VCdelta author here. I'm too lazy to do it by hand.
It's a generic scraper in Python with a "DSL" for the type of scraping it does. The DSL is, at its base, css selectors with certain assumptions about how the sites are structured (and then a way to make exceptions.) I can code a site's scraper in about 3 or 4 minutes using this. There are some sites that are impossible to scrape this way because they don't have the information in a machine-readable form (i.e. just images), or they block bots, or they have no data on portfolio companies at all.
And a couple of scrapers break every week, as you'd imagine, and get fixed a couple of weeks later, so the data is not complete by a long shot. Also, since new VC funds seem to start up every week, it doesn't follow even a substantial subset of all the funds. Wish I had more time to spend on it.
Do keep in mind the date when the actual investment happened is probably 2-5 months before the vcs had posted it on their site, especially for earlier rounds.
Deletions are potentially as interesting or more interesting than additions. I think that generally speaking the more scrupulous investors do not hide their failed investments, but I am aware of some firms that delete failed companies from their portfolio page to inflate their 'batting average'.
It knows deletions of course, but because the scrapers break, or the sites go down or the portfolio companies names change, there are a lot of false positives, so I decided not to publish them. When a site breaks and a portfolio add doesn't get published, that's not a big deal (VCdelta doesn't purport to be complete) but saying something's been deleted when it hasn't been seemed different.
If you, or anyone reading, is really interested in this kind of analysis reach out to me at kevin@mattermark.com. We build all kinds of crawlers like this.

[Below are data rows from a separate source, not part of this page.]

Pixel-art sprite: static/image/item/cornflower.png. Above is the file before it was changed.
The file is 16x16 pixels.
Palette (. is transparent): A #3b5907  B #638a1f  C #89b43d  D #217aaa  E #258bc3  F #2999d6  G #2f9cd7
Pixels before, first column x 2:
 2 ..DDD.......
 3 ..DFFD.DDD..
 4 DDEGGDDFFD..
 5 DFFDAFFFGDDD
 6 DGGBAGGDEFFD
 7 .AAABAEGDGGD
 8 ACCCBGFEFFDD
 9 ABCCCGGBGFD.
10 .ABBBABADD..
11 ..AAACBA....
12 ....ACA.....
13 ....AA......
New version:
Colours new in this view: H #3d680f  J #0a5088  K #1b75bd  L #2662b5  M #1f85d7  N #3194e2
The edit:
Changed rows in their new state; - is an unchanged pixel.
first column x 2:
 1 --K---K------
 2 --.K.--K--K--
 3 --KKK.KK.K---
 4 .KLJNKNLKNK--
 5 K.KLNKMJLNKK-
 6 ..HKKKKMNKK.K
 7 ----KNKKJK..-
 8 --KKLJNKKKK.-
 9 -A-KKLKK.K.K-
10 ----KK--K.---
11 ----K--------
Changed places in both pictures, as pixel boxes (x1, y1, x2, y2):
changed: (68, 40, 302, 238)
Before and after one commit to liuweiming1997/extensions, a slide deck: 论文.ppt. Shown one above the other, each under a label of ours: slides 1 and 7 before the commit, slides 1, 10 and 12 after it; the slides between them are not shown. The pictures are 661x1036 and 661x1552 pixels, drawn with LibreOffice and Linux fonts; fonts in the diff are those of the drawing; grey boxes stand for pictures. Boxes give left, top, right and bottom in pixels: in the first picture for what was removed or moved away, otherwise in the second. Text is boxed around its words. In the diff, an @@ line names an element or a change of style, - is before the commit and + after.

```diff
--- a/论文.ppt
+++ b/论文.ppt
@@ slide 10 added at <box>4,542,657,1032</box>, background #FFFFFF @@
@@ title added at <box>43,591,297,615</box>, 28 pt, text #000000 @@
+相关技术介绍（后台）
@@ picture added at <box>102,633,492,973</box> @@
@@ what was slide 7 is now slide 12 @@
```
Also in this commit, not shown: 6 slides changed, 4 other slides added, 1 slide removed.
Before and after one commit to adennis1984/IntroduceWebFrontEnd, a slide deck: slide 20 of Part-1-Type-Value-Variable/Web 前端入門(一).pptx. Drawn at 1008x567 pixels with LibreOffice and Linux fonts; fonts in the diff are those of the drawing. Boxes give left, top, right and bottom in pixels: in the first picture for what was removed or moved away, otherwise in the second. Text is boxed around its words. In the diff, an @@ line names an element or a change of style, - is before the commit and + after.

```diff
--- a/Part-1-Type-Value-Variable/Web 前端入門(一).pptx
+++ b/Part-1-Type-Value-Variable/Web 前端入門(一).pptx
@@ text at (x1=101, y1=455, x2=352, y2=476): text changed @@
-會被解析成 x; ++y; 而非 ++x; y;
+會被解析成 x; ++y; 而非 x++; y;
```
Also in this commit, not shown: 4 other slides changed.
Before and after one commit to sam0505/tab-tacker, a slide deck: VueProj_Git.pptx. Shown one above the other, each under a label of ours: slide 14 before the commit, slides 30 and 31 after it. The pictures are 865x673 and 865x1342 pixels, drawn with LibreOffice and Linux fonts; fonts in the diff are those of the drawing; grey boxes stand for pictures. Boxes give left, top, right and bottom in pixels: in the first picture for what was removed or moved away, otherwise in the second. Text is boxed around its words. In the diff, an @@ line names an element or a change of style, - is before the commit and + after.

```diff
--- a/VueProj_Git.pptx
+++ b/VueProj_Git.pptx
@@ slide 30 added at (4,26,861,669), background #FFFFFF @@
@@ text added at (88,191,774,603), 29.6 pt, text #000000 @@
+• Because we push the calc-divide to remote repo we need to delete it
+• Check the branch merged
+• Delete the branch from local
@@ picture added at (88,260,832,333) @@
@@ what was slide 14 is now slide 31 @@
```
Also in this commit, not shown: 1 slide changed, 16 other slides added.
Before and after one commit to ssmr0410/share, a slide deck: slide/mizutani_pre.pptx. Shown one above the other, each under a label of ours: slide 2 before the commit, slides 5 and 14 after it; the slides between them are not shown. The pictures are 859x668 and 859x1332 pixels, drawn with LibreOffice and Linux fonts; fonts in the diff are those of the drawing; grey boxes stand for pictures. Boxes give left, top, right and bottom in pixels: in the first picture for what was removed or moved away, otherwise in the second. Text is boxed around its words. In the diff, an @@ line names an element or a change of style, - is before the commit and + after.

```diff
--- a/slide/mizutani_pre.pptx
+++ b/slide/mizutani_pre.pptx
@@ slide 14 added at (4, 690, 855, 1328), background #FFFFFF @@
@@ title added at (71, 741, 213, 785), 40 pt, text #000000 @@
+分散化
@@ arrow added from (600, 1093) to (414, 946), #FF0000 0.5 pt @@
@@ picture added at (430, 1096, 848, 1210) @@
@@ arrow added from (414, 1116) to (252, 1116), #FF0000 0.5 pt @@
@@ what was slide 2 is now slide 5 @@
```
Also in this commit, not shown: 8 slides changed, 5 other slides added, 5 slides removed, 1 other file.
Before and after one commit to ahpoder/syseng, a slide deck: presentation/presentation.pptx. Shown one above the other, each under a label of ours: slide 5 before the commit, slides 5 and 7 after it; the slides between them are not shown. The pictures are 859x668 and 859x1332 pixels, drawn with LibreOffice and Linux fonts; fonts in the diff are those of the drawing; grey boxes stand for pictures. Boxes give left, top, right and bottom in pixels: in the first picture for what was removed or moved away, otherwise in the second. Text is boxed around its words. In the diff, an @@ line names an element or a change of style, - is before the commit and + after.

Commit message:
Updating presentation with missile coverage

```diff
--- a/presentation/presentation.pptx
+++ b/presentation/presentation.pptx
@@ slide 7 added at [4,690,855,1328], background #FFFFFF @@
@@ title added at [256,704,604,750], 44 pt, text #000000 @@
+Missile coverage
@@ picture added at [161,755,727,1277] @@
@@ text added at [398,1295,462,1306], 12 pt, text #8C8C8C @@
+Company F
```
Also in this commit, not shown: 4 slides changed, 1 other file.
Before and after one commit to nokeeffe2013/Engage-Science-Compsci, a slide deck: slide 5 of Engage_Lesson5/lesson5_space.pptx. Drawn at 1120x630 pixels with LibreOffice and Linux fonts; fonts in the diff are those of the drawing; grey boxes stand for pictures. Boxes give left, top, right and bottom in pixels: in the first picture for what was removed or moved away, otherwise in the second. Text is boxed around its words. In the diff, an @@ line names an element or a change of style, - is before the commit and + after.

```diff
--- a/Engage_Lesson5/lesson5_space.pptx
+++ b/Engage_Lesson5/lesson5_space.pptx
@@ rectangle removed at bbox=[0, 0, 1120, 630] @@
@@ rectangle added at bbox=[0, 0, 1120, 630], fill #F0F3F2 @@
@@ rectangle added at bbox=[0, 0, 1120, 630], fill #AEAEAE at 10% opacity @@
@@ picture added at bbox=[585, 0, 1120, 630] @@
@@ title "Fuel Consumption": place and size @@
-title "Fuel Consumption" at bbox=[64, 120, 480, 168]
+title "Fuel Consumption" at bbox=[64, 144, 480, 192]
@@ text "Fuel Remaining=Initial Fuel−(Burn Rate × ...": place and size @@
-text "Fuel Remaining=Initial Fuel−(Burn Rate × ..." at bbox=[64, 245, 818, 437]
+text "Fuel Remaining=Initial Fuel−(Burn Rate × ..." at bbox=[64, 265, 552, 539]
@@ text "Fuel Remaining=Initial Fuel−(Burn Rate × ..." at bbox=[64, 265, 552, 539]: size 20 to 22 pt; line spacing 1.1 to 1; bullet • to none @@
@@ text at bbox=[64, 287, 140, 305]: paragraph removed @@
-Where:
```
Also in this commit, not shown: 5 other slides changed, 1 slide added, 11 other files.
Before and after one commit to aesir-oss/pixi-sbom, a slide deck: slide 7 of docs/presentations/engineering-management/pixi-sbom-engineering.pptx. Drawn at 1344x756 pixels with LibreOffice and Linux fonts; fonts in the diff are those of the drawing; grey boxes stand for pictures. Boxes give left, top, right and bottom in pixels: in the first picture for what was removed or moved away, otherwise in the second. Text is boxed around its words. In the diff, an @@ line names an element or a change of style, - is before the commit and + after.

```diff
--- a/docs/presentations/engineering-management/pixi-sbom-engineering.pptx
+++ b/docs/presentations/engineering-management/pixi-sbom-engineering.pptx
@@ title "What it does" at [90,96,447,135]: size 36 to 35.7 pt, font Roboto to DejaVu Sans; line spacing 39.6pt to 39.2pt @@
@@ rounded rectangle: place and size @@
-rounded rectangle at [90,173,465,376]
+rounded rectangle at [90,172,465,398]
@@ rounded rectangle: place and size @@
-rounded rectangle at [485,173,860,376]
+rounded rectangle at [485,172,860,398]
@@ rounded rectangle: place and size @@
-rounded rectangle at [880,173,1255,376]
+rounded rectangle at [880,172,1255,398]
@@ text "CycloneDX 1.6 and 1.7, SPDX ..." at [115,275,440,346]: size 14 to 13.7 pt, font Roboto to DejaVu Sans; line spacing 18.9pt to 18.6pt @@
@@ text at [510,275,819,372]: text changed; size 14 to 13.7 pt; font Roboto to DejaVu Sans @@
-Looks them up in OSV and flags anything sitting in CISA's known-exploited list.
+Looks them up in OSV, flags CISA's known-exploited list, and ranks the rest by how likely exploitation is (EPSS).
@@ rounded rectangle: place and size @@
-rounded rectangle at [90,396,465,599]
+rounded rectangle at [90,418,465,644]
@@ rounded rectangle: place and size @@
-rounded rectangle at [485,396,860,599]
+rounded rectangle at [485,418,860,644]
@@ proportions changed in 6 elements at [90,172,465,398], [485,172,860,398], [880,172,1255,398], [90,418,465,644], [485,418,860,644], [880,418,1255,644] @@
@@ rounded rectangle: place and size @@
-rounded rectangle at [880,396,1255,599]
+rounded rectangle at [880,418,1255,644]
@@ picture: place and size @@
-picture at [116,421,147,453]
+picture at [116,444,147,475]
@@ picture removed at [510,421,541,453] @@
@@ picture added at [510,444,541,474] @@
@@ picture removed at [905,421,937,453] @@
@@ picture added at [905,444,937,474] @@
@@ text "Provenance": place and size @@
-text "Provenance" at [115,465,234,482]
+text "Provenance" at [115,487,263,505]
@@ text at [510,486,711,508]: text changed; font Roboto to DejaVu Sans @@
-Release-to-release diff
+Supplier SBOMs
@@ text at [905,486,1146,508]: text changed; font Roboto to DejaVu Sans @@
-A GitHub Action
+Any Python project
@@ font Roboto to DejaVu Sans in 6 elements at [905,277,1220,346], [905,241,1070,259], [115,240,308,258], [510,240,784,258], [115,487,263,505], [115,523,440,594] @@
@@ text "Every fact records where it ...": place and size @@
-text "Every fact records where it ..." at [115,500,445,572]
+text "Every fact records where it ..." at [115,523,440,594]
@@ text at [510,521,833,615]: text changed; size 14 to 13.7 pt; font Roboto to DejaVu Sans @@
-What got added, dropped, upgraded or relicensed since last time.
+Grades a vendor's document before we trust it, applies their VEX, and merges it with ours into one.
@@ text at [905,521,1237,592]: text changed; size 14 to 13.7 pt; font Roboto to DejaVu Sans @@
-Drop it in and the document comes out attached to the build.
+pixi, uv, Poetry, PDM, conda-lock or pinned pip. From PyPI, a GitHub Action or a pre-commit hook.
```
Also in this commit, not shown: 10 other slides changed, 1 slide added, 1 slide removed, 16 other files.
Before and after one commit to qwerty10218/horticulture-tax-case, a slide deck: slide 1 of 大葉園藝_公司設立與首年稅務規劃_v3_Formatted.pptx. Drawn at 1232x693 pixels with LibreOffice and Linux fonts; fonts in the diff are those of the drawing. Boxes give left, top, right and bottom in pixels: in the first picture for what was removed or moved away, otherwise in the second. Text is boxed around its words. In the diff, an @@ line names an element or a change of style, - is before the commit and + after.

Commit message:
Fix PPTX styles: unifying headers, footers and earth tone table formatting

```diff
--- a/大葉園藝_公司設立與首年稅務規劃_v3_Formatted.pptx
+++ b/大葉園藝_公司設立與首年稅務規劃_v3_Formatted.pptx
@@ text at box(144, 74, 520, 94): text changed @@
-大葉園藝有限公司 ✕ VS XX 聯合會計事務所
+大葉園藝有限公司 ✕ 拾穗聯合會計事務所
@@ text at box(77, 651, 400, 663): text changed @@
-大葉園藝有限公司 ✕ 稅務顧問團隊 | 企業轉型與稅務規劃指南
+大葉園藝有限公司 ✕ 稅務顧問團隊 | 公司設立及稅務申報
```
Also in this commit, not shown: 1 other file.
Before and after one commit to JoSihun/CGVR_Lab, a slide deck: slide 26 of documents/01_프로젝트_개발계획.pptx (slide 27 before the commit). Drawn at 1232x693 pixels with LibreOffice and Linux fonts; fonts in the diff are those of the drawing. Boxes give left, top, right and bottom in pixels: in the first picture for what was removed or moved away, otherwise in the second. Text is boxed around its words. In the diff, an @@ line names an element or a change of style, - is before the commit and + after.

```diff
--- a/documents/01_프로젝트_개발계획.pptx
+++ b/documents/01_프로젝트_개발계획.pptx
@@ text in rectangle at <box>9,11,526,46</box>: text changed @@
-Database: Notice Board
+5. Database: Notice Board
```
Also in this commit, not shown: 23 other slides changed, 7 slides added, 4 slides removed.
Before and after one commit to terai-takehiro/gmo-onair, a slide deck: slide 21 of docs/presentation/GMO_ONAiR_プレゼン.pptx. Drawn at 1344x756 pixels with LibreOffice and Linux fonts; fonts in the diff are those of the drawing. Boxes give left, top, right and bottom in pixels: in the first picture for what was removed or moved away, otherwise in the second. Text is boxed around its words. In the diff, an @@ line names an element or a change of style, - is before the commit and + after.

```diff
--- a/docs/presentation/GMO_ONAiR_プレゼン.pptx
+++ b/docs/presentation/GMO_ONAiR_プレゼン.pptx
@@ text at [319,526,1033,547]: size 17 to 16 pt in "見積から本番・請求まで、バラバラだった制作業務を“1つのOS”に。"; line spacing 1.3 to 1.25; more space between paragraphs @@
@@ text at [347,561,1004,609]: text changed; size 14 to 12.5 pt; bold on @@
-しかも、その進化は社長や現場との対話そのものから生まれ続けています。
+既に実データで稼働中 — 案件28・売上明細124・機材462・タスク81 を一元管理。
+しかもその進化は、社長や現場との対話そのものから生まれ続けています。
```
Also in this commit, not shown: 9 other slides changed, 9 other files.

A note worthy initiative to capture this valuable information. Another one that may be worth looking at is http://internetdealbook.com/category/top-deals/. It focuses on the more visible deals and does include deal size where public.
It looks like it's just scraping the portfolio pages of most of these, and most portfolio directories list nothing more than a company's name and website.
That said, doesn't AngelList or CrunchBase have something like this already? (or at least an API to extract more information from)
Now, it would be fun to run predictions on the portofolio and investment data. Predict what companies will get investment next, what domains are hot, and so on. Who knows, you could even make money from this.
A list of investor-investee relationships, each given an approximate establishment date.
The website "watches the portfolio pages of some 150+ venture capital sites. Every night I look at each page, note any additions, and report them here".